Cent jours pour convaincre

Édito

Mis en ligne le 02/01/2009

Par Michel Konen

Tout Herman Van Rompuy tient sans doute dans ces quelques mots : "Avancer pas à pas, sans créer de grandes attentes" et "le pays doit être gouverné, c'est ça mon choix". Pas d'esbroufe, mais le sens du devoir.

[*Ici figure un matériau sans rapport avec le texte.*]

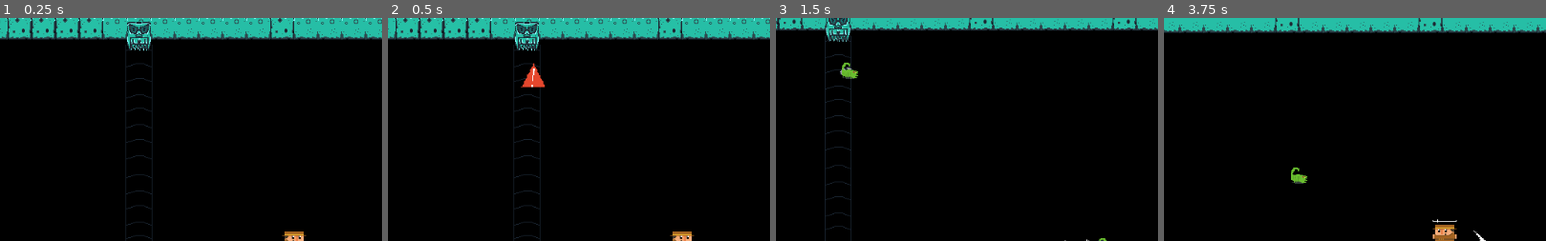
Above: before the commit, frames 1-4 (left to right).
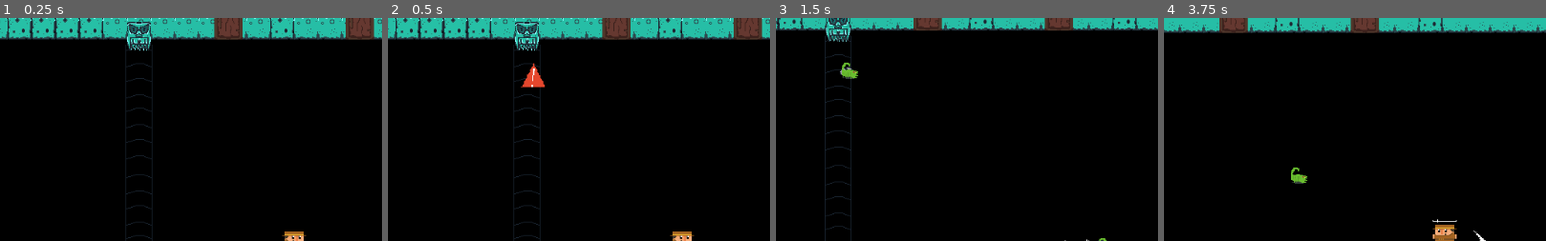
Above: after the commit, the same moments.

Repository: mcerdeira/curse-of-the-rogue
Game: Godot game, scene res://scenes/Main.tscn
Two runs of this game, one before a commit and one after it. Both use one fixed random seed, a clock stepped at 60 frames per second and the inputs below.
Inputs (mouse positions are % of the whole screen's width and height, from its top left):
- Up to frame 1 (0.25 s): no input
- Up to frame 2 (0.5 s): no input
- Up to frame 3 (1.5 s): move the mouse to (72, 45) at 0.52 s; press the mouse at (72, 45) at 0.53 s; hold D (right) 0.53-1.28 s; move the mouse to (30, 55) at 1.27 s; release the mouse at (30, 55) at 1.28 s; hold S (down) from 1.28 s (still down); right-click (30, 55) at 1.35 s
- Up to frame 4 (3.75 s): move the mouse to (60, 28) at 2.02 s; release S (down) at 2.03 s; press the mouse at (60, 28) at 2.03 s; hold D (right) 2.03-2.78 s; move the mouse to (45, 70) at 2.77 s; release the mouse at (45, 70) at 2.78 s; hold W (up) 2.78-3.53 s; right-click (45, 70) at 2.85 s; move the mouse to (80, 65) at 3.52 s; press the mouse at (80, 65) at 3.53 s; hold A (left) from 3.53 s (still down)
The pictures show only the part of the screen within x 12-62%, y 0-50%; the shares and areas given below are measured in that part.

The runs differ from the first frame. In frame 1, 1.5% of the frame differs, in the area x 56-98%, y 0-10%; in frame 2, 1.5%; in frame 3, 0.8%; in frame 4, 1.0%.

Commit message:
Puertas y sprites legacy

Diff:
--- /dev/null
+++ b/src/scenes/Door.gd
@@ -0,0 +1,16 @@
+extends Area2D
+export var type = "normal"
+
+# Declare member variables here. Examples:
+# var a = 2
+# var b = "text"
+
+
+# Called when the node enters the scene tree for the first time.
+func _ready():
+	pass # Replace with function body.
+
+
+# Called every frame. 'delta' is the elapsed time since the previous frame.
+#func _process(delta):
+#	pass
--- /dev/null
+++ b/src/scenes/Door.tscn
@@ -0,0 +1,39 @@
+[gd_scene load_steps=7 format=2]
+
+[ext_resource path="res://sprites/crack_spr_0.png" type="Texture" id=1]
+[ext_resource path="res://sprites/crack_spr_2.png" type="Texture" id=2]
+[ext_resource path="res://sprites/crack_spr_1.png" type="Texture" id=3]
+[ext_resource path="res://scenes/Door.gd" type="Script" id=4]
+
+[sub_resource type="RectangleShape2D" id=2]
+extents = Vector2( 17, 26.5 )
+
+[sub_resource type="SpriteFrames" id=1]
+animations = [ {
+"frames": [ ExtResource( 2 ) ],
+"loop": true,
+"name": "closed",
+"speed": 5.0
+}, {
+"frames": [ ExtResource( 1 ) ],
+"loop": true,
+"name": "normal",
+"speed": 5.0
+}, {
+"frames": [ ExtResource( 3 ) ],
+"loop": true,
+"name": "opened",
+"speed": 5.0
+} ]
+
+[node name="Door" type="Area2D"]
+script = ExtResource( 4 )
+
+[node name="collider" type="CollisionShape2D" parent="."]
+position = Vector2( 0, -74.5 )
+shape = SubResource( 2 )
+
+[node name="sprite" type="AnimatedSprite" parent="."]
+position = Vector2( 0, -24 )
+frames = SubResource( 1 )
+animation = "normal"
--- a/src/scenes/Main.tscn
+++ b/src/scenes/Main.tscn
@@ -16,6 +16,7 @@
 [ext_resource path="res://sprites/suit_hearts1.png" type="Texture" id=14]
 [ext_resource path="res://sprites/empty_item.png" type="Texture" id=15]
 [ext_resource path="res://sprites/small_gem_0.png" type="Texture" id=16]
+[ext_resource path="res://scenes/Door.tscn" type="PackedScene" id=17]
 
 [sub_resource type="DynamicFont" id=1]
 size = 8
@@ -237,3 +238,10 @@
 
 [node name="pos25" type="Position2D" parent="EnemySpawn"]
 position = Vector2( 624, 520 )
+
+[node name="DoorNext" parent="." instance=ExtResource( 17 )]
+position = Vector2( 424, 78 )
+
+[node name="DoorShop" parent="." instance=ExtResource( 17 )]
+position = Vector2( 600, 78 )
+type = "shop"
Not shown: 1 places in src/scenes/Main.tscn that only renumber resources
Binary file added: src/sprites/crack_spr_0.png
Not shown, added: src/sprites/crack_spr_0.png.import
Binary file added: src/sprites/crack_spr_1.png
Not shown, added: src/sprites/crack_spr_1.png.import
Binary file added: src/sprites/crack_spr_2.png
Not shown, added: src/sprites/crack_spr_2.png.import
Binary file added: src/sprites/legacy/arrowD_spr_0.png
Not shown, added: src/sprites/legacy/arrowD_spr_0.png.import
Binary file added: src/sprites/legacy/arrowU_spr_0.png
Not shown, added: src/sprites/legacy/arrowU_spr_0.png.import
Binary file added: src/sprites/legacy/arrow_glow_spr_0.png
(and 802 more such lines)

Il a beau la jouer modeste, le programme qu'il a présenté à la Chambre n'en est pas moins ambitieux. Très ambitieux. Le plan de relance, l'accord interprofessionnel, les commissions d'enquête Fortis, le retour à la rigueur budgétaire, la sécurité sociale et la réforme institutionnelle, voilà le menu que s'est donné le gouvernement Van Rompuy Ier. Il réaffirme aussi, et avec force qu'il restera Premier ministre jusqu'en 2011 - même si un lapsus, révélateur ?, lui a d'abord fait dire 2009 ! Pas question dans son esprit, maintenant qu'il a accepté la charge, de repasser les plats à Yves Leterme si ce dernier sort indemne de la commission parlementaire chargée d'examiner si le gouvernement a fait pression sur la justice dans le dossier Fortis. Cette fois, puisqu'il y est, il restera. Jusqu'au bout ! Et pour réussir ce pari, Van Rompuy a scandé un mot durant son discours, comme un mantra : "Confiance". Il veut restaurer la confiance.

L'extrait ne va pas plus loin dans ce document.